Va a ser duro acabar con este tipo de cánceres, van a ser necesarias las combinaciones. En cualquier caso, queda mucho trabajo por hacer. En el laboratorio que comparto con mi mujer estamos ahora estudiando tejido tumoral y muestras de sangre de pacientes de cáncer sólo para establecer un panorama. Ya no se trata tanto de ir haciendo ensayos clínicos para ver si funcionan los distintos fármacos, sino de saber qué pasa en cada tipo de tumor. 

¿Cree que se hacen demasiados ensayos clínicos con inmunoterapia?

Sí. Creo que ahora mismo hay 16.000 ensayos clínicos en este campo, es algo muy loco. La inmunoterapia ha cambiado la forma de hacer ensayos clínicos, ya no hay que pasar por las fases tradicionales. Ahora mismo tenemos varios anticuerpos anti PD-1 y PD-L1 y todos actuan de manera más o menos parecida, no es necesario probar cada uno de ellos, porque es fácil predecir lo que va a pasar. 

Desde que se aprobó el ipilinumab han salido varias inmunoterapias nuevas. ¿Cree que son mejores que la primera?

Creo que los anti PD-1 y PD-L1 tienen menos efectos secundarios y actúan más rápido que el ipilinumab, que actúa frente a CTLA-4. Son distintos y por eso trabajan juntos tan bien.
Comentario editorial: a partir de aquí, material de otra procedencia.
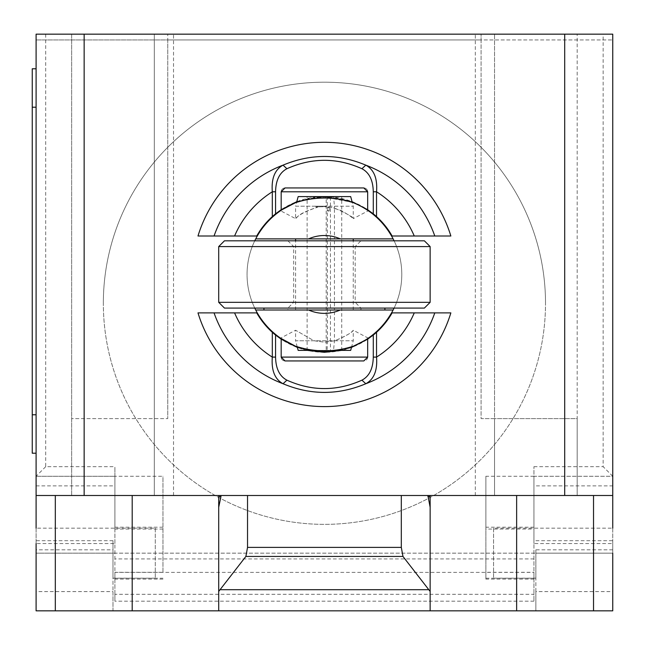 <?xml version="1.0" encoding="UTF-8"?>
<svg xmlns="http://www.w3.org/2000/svg" width="645" height="645" viewBox="0 0 645 645"><rect width="100%" height="100%" fill="white"/><g stroke="black" fill="none" stroke-linecap="round" stroke-linejoin="round"><path stroke-width="0.48" stroke-dasharray="3.23 2.42" d="M103.337 303.279A221.082 221.082 0 0 1 324.419 82.197A221.082 221.082 0 0 1 545.509 303.279A221.082 221.082 0 0 0 324.419 82.197A221.082 221.082 0 0 0 228.394 502.415A221.082 221.082 0 0 0 545.509 303.279A221.082 221.082 0 0 1 228.394 502.415A221.082 221.082 0 0 1 103.337 303.279M155.268 528.174L155.268 578.154L155.268 528.174L36.096 528.174L36.096 553.16L535.866 553.16L533.939 553.16L533.939 543.55L612.75 543.55L612.75 485.887L533.939 485.887L533.939 543.55M155.268 578.154L112.98 578.154L112.98 549.83L36.096 549.83M114.907 543.55L114.907 476.276L36.096 476.276L36.096 543.55L114.907 543.55L114.907 601.196L114.907 594.319L533.939 594.319L533.939 601.196L533.939 553.16L112.98 553.16L112.98 540.695L112.98 578.154M493.578 528.174L493.578 578.154L493.578 528.174L612.75 528.174L612.75 553.16L535.866 553.16L612.75 553.16L612.75 610.831L112.98 610.831L112.98 553.16L36.096 553.16L112.98 553.16L112.98 549.83M493.578 578.154L535.866 578.154L535.866 549.83L535.866 553.16L612.75 553.16L612.75 543.55M218.703 507.26L218.703 495.497L612.75 495.497M430.142 513.888L430.142 579.5M430.142 610.831L430.142 495.497M36.096 591.602L36.096 610.831L112.98 610.831L112.98 591.602L36.096 591.602L36.096 553.16M533.939 579.113L485.887 579.113L485.887 572.3L533.939 572.3L533.939 579.113L533.939 466.666L533.939 476.276L612.75 476.276L612.75 485.887M45.706 34.169L45.706 466.666L114.907 466.666L114.907 476.276L36.096 476.276L36.096 34.169L612.75 34.169L612.75 476.276L533.939 476.276L533.939 485.887M485.887 579.113L485.887 527.215L485.887 529.061L533.939 529.061M535.866 591.602L535.866 553.16L535.866 610.831L535.866 591.602L612.75 591.602M535.866 553.16L535.866 578.154M162.959 529.061L114.907 529.061L114.907 527.215L114.907 579.113L114.907 572.3L162.959 572.3L162.959 476.244L114.907 476.244L114.907 466.666M533.939 601.196L114.907 601.196M114.907 594.319L114.907 572.3M533.939 572.3L533.939 594.319M112.98 553.16L112.98 591.602M533.939 476.244L485.887 476.244L485.887 529.061M485.887 476.244L485.887 572.3M162.959 572.3L162.959 476.244M114.907 529.061L114.907 476.244M45.706 466.666L36.096 476.276M612.75 476.276L603.139 466.666L603.139 34.169M36.096 414.767L36.096 68.773L36.096 453.209L36.096 414.767L32.25 414.767L32.25 68.773L36.096 68.773M36.096 453.209L32.25 453.209L32.25 414.767M36.096 610.831L36.096 601.221M612.75 610.17L612.75 601.221M218.703 513.888L218.703 610.831M218.703 601.221L218.703 579.5M36.096 495.497L218.703 495.497M494.538 495.497L577.186 495.497L494.538 495.497L494.538 418.613L481.081 418.613L481.081 34.169L481.081 39.942L612.75 39.942L36.096 39.942L167.765 39.942L167.765 34.169L167.765 418.613L167.765 39.942L481.081 39.942L481.081 418.613L577.186 418.613L577.186 34.169L71.651 34.169L71.651 495.497L173.529 495.497L71.651 495.497L71.651 34.169L36.096 34.169L36.096 39.942L36.096 34.169L612.75 34.169L612.75 39.942L612.75 34.169L577.186 34.169L577.186 495.497L577.186 418.613L494.538 418.613L494.538 495.497L494.538 34.169L494.538 495.497M154.308 495.497L154.308 418.613L71.651 418.613L167.765 418.613L154.308 418.613L154.308 495.497L154.308 34.169L154.308 495.497M352.041 201.659L324.419 196.596A77.852 77.852 0 0 1 392.12 236.006L450.855 236.006M197.991 236.006L256.726 236.006A77.852 77.852 0 0 1 324.419 196.596L296.805 201.659M367.674 209.714L367.674 191.791A3.846 3.846 0 0 0 367.408 190.388M367.319 190.186A3.846 3.846 0 0 0 365.409 188.284M365.384 188.276A3.846 3.846 0 0 0 363.828 187.945L285.017 187.945A3.846 3.846 0 0 0 283.461 188.276A3.846 3.846 0 0 1 285.017 187.945M281.172 191.791A3.846 3.846 0 0 1 281.438 190.388A3.846 3.846 0 0 0 281.172 191.791L281.172 209.714M281.526 190.186A3.846 3.846 0 0 1 283.437 188.284A3.846 3.846 0 0 0 281.526 190.186M450.855 312.889L392.12 312.889A77.852 77.852 0 0 1 256.726 312.889L197.991 312.889M281.172 357.096A3.846 3.846 0 0 0 281.438 358.507A3.846 3.846 0 0 1 281.172 357.096L281.172 339.173M297.377 347.445L307.23 350.372M341.616 350.372L351.469 347.445M285.017 360.942A3.846 3.846 0 0 1 283.461 360.611A3.846 3.846 0 0 0 285.017 360.942L363.828 360.942A3.846 3.846 0 0 0 367.319 358.709M367.408 358.507A3.846 3.846 0 0 0 367.674 357.096L367.674 339.173M283.437 360.603A3.846 3.846 0 0 1 281.526 358.709A3.846 3.846 0 0 0 283.437 360.603M367.142 209.939L368.319 210.738L353.258 218.647L353.258 206.207L352.194 202.248L324.419 197.08A77.368 77.368 0 0 1 401.787 274.447A77.368 77.368 0 0 1 324.419 351.815A77.368 77.368 0 0 1 247.051 274.447A77.368 77.368 0 0 1 324.419 197.08L311.551 198.152L296.652 202.232L295.587 206.207L353.258 206.207L334.449 206.207L333.554 196.596L330.442 196.596L330.442 350.372L333.554 350.372L334.449 340.762L334.449 310.003L353.258 310.003L295.587 310.003L334.449 310.003L334.449 238.884L295.587 238.884L353.258 238.884L334.449 238.884L334.449 208.029C347.752 214.067 354.024 217.607 353.258 218.647L350.017 215.914L341.463 210.617L330.53 207.182L324.419 206.69A23.075 13.9 180 0 1 327.394 206.803L334.449 208.029L334.449 206.207M368.319 338.157L353.258 330.24C352.686 332.159 346.55 335.666 334.836 340.762L324.419 342.197L314.002 340.762L295.587 330.24L280.527 338.157L281.921 339.101M289.903 343.68L295.7 346.284M297.232 346.873L309.576 350.372M254.751 308.084A77.368 77.368 0 0 1 254.751 240.811M295.531 202.675L281.921 209.786M324.419 310.003L340.254 310.003M324.419 308.084L384.896 308.084L324.419 308.084M218.703 302.32L430.142 302.32M424.378 308.084L224.468 308.084M360.942 240.811L287.904 240.811L360.942 240.811L355.177 246.575L293.668 246.575L355.177 246.575L355.177 302.32L293.668 302.32L355.177 302.32L360.942 308.084L360.942 310.003M287.904 240.811L293.668 246.575L293.668 302.32L287.904 308.084L287.904 310.003M323.411 206.207L323.476 206.706L315.937 206.884L317.461 207.327L317.13 206.207L323.411 206.207L315.744 206.207L315.937 206.884L315.744 206.207L323.451 206.207L317.13 206.207L317.461 207.327C306.423 210.673 299.506 214.108 296.716 217.631C293.556 222.283 294.152 214.64 317.461 207.327C306.423 210.673 299.506 214.108 296.716 217.631C293.556 222.283 294.152 214.64 317.461 207.327L315.945 206.884L323.516 206.706L323.451 206.207M394.095 240.811A77.368 77.368 0 0 1 394.095 308.084M308.592 238.884L340.254 238.884M339.262 350.372L351.614 346.873M352.968 346.357L367.142 338.947M327.394 210.407L329.224 211.012L327.329 211.012L327.394 340.762L295.587 340.762L295.587 330.24L314.002 340.762L324.419 342.197L334.82 340.762C345.075 336.561 351.219 333.054 353.258 330.24L353.258 340.762L334.449 340.762M362.208 206.932L352.767 202.457M353.452 202.732L363.458 207.65M327.394 207.134L327.329 207.763A23.833 14.319 180 0 1 329.224 207.472L327.394 207.134L327.394 206.207L295.587 206.207L295.587 218.647L280.527 210.738M329.224 211.012L329.224 207.472M327.329 207.763L327.329 211.012M297.224 346.849L295.587 340.762L353.258 340.762L351.622 346.849M327.394 340.762L327.128 350.372L326.209 350.372L326.209 196.596L327.128 196.596L298.167 196.596M350.678 196.596L333.554 196.596M326.209 196.596L330.442 196.596M327.128 196.596L327.394 206.207M326.209 350.372L330.442 350.372M327.128 350.372L298.167 350.372M314.542 350.372L334.295 350.372M350.678 350.372L333.554 350.372M224.468 240.811L424.378 240.811M430.142 246.575L218.703 246.575M358.547 610.831L337.658 610.831L358.547 610.831M327.499 610.831L296.442 610.831L327.499 610.831M384.831 610.831L273.158 610.831L384.831 610.831M112.98 540.695L36.096 540.695M612.75 549.83L535.866 549.83M485.887 578.226L533.939 578.226M535.866 540.695L612.75 540.695M533.939 558.933L114.907 558.933M114.907 578.226L162.959 578.226M36.096 485.887L114.907 485.887M114.907 572.381L533.939 572.381M533.939 466.666L603.139 466.666M36.096 107.215L32.25 107.215M533.939 527.215L485.887 527.215M162.959 527.215L114.907 527.215M162.959 579.113L114.907 579.113M173.529 495.497L173.529 34.169M475.317 495.497L475.317 34.169M341.721 350.372L341.721 196.596M307.125 350.372L307.125 196.596M353.258 310.003L353.258 240.811M295.587 310.003L295.587 240.811"/><path stroke-width="0.97" d="M36.096 528.174L36.096 495.497L612.75 495.497L612.75 528.174M220.05 589.691L245.882 556.433L247.535 547.387L401.311 547.387L402.964 556.433L430.142 591.417L430.142 610.831L218.703 610.831L218.703 591.417L220.05 589.691L428.796 589.691M402.964 556.433L245.882 556.433M401.311 495.497L401.311 547.387M247.535 495.497L247.535 547.387M427.893 495.497L430.142 507.26L430.142 591.417M430.142 507.26L430.142 496.561L427.893 496.561M430.142 495.497L430.142 496.561M36.096 543.55L36.096 610.831L218.703 610.831M430.142 610.831L612.75 610.831L612.75 553.16M218.703 591.417L218.703 507.26L220.953 496.561L218.703 496.561L218.703 601.221M36.096 68.773L32.25 68.773L32.25 107.215L36.096 107.215M36.096 414.767L32.25 414.767L32.25 453.209L36.096 453.209M32.25 414.767L32.25 107.215M218.703 496.561L218.703 495.497M220.953 496.561L220.953 495.497M36.096 495.497L36.096 34.169L84.148 34.169L84.148 495.497M612.75 495.497L612.75 34.169L84.148 34.169M564.697 495.497L564.697 34.169M214.076 236.006L234.587 236.006A97.718 97.718 0 0 1 272.311 191.783C271.263 178.472 274.843 169.595 283.05 165.144A116.866 116.866 0 0 0 214.059 236.006L197.991 236.006A132.144 132.144 0 0 1 450.855 236.006L434.786 236.006A116.866 116.866 0 0 0 365.796 165.144C338.214 153.607 310.632 153.607 283.05 165.144L286.904 168.724M367.674 191.791L363.828 187.945L285.017 187.945L281.172 191.791L367.674 191.791L367.674 209.714L352.041 201.659M373.27 213.842L367.666 209.722M234.587 236.006L256.726 236.006A77.852 77.852 0 0 1 272.311 216.615L272.311 191.783L275.568 191.783C275.794 180.294 279.575 172.61 286.904 168.732C311.914 157.517 336.932 157.517 361.942 168.732C369.271 172.61 373.052 180.294 373.278 191.783L373.278 213.834A87.011 76.134 90 0 1 376.535 216.615A77.852 77.852 0 0 1 392.12 236.006L434.77 236.006M272.311 216.615A87.011 76.134 -90 0 1 275.568 213.834L275.568 191.783M296.805 201.659L281.172 209.714L275.576 213.842M281.172 209.714L281.172 191.791M361.942 168.724L365.796 165.144C374.003 169.595 377.583 178.472 376.535 191.783A97.718 97.718 0 0 1 414.259 236.006M373.278 191.783L376.535 191.783L376.535 216.615M434.77 312.889L414.259 312.889A97.718 97.718 0 0 1 376.535 357.104C377.583 370.423 374.003 379.3 365.796 383.743A116.866 116.866 0 0 0 434.786 312.889L450.855 312.889A132.144 132.144 0 0 1 197.991 312.889L214.059 312.889A116.866 116.866 0 0 0 283.05 383.743C310.632 395.28 338.214 395.28 365.796 383.743L361.942 380.163C336.932 391.378 311.914 391.378 286.904 380.163C279.575 376.285 275.794 368.601 275.568 357.104L275.568 335.053L281.18 339.173L297.377 347.445M307.23 350.372L324.419 352.291L341.616 350.372M275.568 335.053A87.011 76.134 -90 0 1 272.311 332.28A77.852 77.852 0 0 1 256.726 312.889L214.076 312.889M414.259 312.889L392.12 312.889A77.852 77.852 0 0 1 376.535 332.28A87.011 76.134 90 0 1 373.278 335.053L373.278 357.104C373.052 368.601 369.271 376.285 361.934 380.163M367.666 339.173L373.27 335.045M351.469 347.445L367.674 339.173L367.674 357.096L281.172 357.096L285.017 360.942L363.828 360.942L367.674 357.096M281.172 357.096L281.172 339.173M286.904 380.163L283.05 383.743C274.843 379.3 271.263 370.423 272.311 357.104A97.718 97.718 0 0 1 234.587 312.889M376.535 332.28L376.535 357.104L373.278 357.104M275.568 357.104L272.311 357.104L272.311 332.28M394.095 308.084A77.368 77.368 0 0 1 393.136 310.003L255.71 310.003A77.368 77.368 0 0 0 295.386 346.155L280.527 338.157M281.921 339.101L289.903 343.68M295.7 346.284L297.232 346.873M309.576 350.372L324.419 351.815L339.262 350.372M324.419 310.003L255.71 310.003A77.368 77.368 0 0 1 254.751 308.084M254.751 240.811A77.368 77.368 0 0 1 255.71 238.884L393.136 238.884A77.368 77.368 0 0 1 394.095 240.811M352.767 202.457L352.194 202.232L350.678 196.596L298.167 196.596L296.652 202.248L295.531 202.675M281.921 209.786L295.386 202.732A77.368 77.368 0 0 0 255.71 238.884L308.592 238.884A38.926 38.926 0 0 1 340.254 238.884L393.136 238.884A77.368 77.368 0 0 0 353.452 202.732L353.452 202.732C334.029 196.483 314.671 196.483 295.386 202.732A77.368 77.368 0 0 0 255.71 238.884M218.703 246.575L224.468 240.811L424.378 240.811L430.142 246.575L430.142 302.32L424.378 308.084L224.468 308.084L218.703 302.32L218.703 246.575L430.142 246.575M430.142 302.32L218.703 302.32M384.896 308.084L384.896 310.003L393.136 310.003A77.368 77.368 0 0 1 353.452 346.163L353.452 346.163C370.988 338.843 384.21 326.789 393.136 310.003M255.71 310.003A77.368 77.368 0 0 0 295.386 346.155C314.841 352.412 334.199 352.412 353.46 346.155C364.498 340.713 369.448 338.044 368.319 338.157L367.142 338.947M351.614 346.873L352.968 346.357M367.142 209.939L362.208 206.932M363.458 207.65L368.319 210.738M297.224 346.849L298.167 350.372L314.542 350.372M334.295 350.372L350.678 350.372L351.622 346.849M384.896 310.003L340.254 310.003A38.926 38.926 0 0 1 308.592 310.003M55.317 495.497L55.317 610.831M593.529 495.497L593.529 610.831M516.637 495.497L516.637 610.831M132.201 495.497L132.201 610.831M263.95 308.084L263.95 310.003M353.452 202.732C370.988 210.052 384.21 222.106 393.136 238.884M353.258 240.811L353.258 238.884M295.587 240.811L295.587 238.884"/></g></svg>

Aún no se han utilizado el tiempo suficiente para saber su durabilidad, que puede ser otra de las diferencias. 

¿Y qué opina de las nuevas familias que se están desarrollando?

Yo creo que no vamos a ver fármacos tan poderosos como los anti PD-1, PD-L1 y CTLA-4, pero que serán útiles para aumentar los porcentajes de respuesta, aplicándolos después o a la vez que los originales. 

Uno de los grandes problemas de la inmunoterapia es el precio. ¿Cree que existe el peligro de que el cáncer se convierta en una enfermedad curable para los ricos y mortal para los pobres?

Creo que existe ese peligro, sí, sobre todo en EEUU y más ahora con la Administración Trump, que quiere desmantelar el sistema sanitario. Está claro que estos fármacos cuestan mucho dinero y, sobre todo si necesitas dos de ellos, el sistema no lo va a poder soportar. Pero también es cierto que hemos estado pagando tratamientos como el anticuerpo monoclonal bevacizumab, con un coste de 50.000 dólares y que han de utilizarse de por vida, con peores resultados que la inmunoterapia. 

¿Y qué opina de quienes acusan a los laboratorios de poner los precios muy altos?

Es verdad que los precios son altos, pero es algo que puedo defender. Yo creo que la gente no se da cuenta de lo mucho que cuesta desarrollar estos medicamentos, sobre todo el primero. Al ser medicamentos que no atacan al cáncer, se usó un parámetro equivocado para medir su eficacia. En lugar de la supervivencia libre de progresión -que era lo que se usaba hasta entonces- había que utilizar la supervivencia general, pero eso no se sabía entonces y hubo muchos ensayos clínicos que fracasaron, con todo el coste que ello conlleva. Eso sí, las inmunoterapias que vinieron después no tuvieron esos mismos obstáculos. 

En el último congreso de ASCO se ha hablado mucho de biomarcadores, la manera de prever si una inmunoterapia va a funcionar o no antes de aplicarla a un paciente. ¿Cree que se conseguirán?

Desgraciadamente, no creo que los vayamos a lograr, aunque hay muchísima gente trabajando en ello. Lo que sí se podrá saber es en medio del tratamiento, no habrá que esperar a aplicarlo del todo. Aunque me puedo equivocar.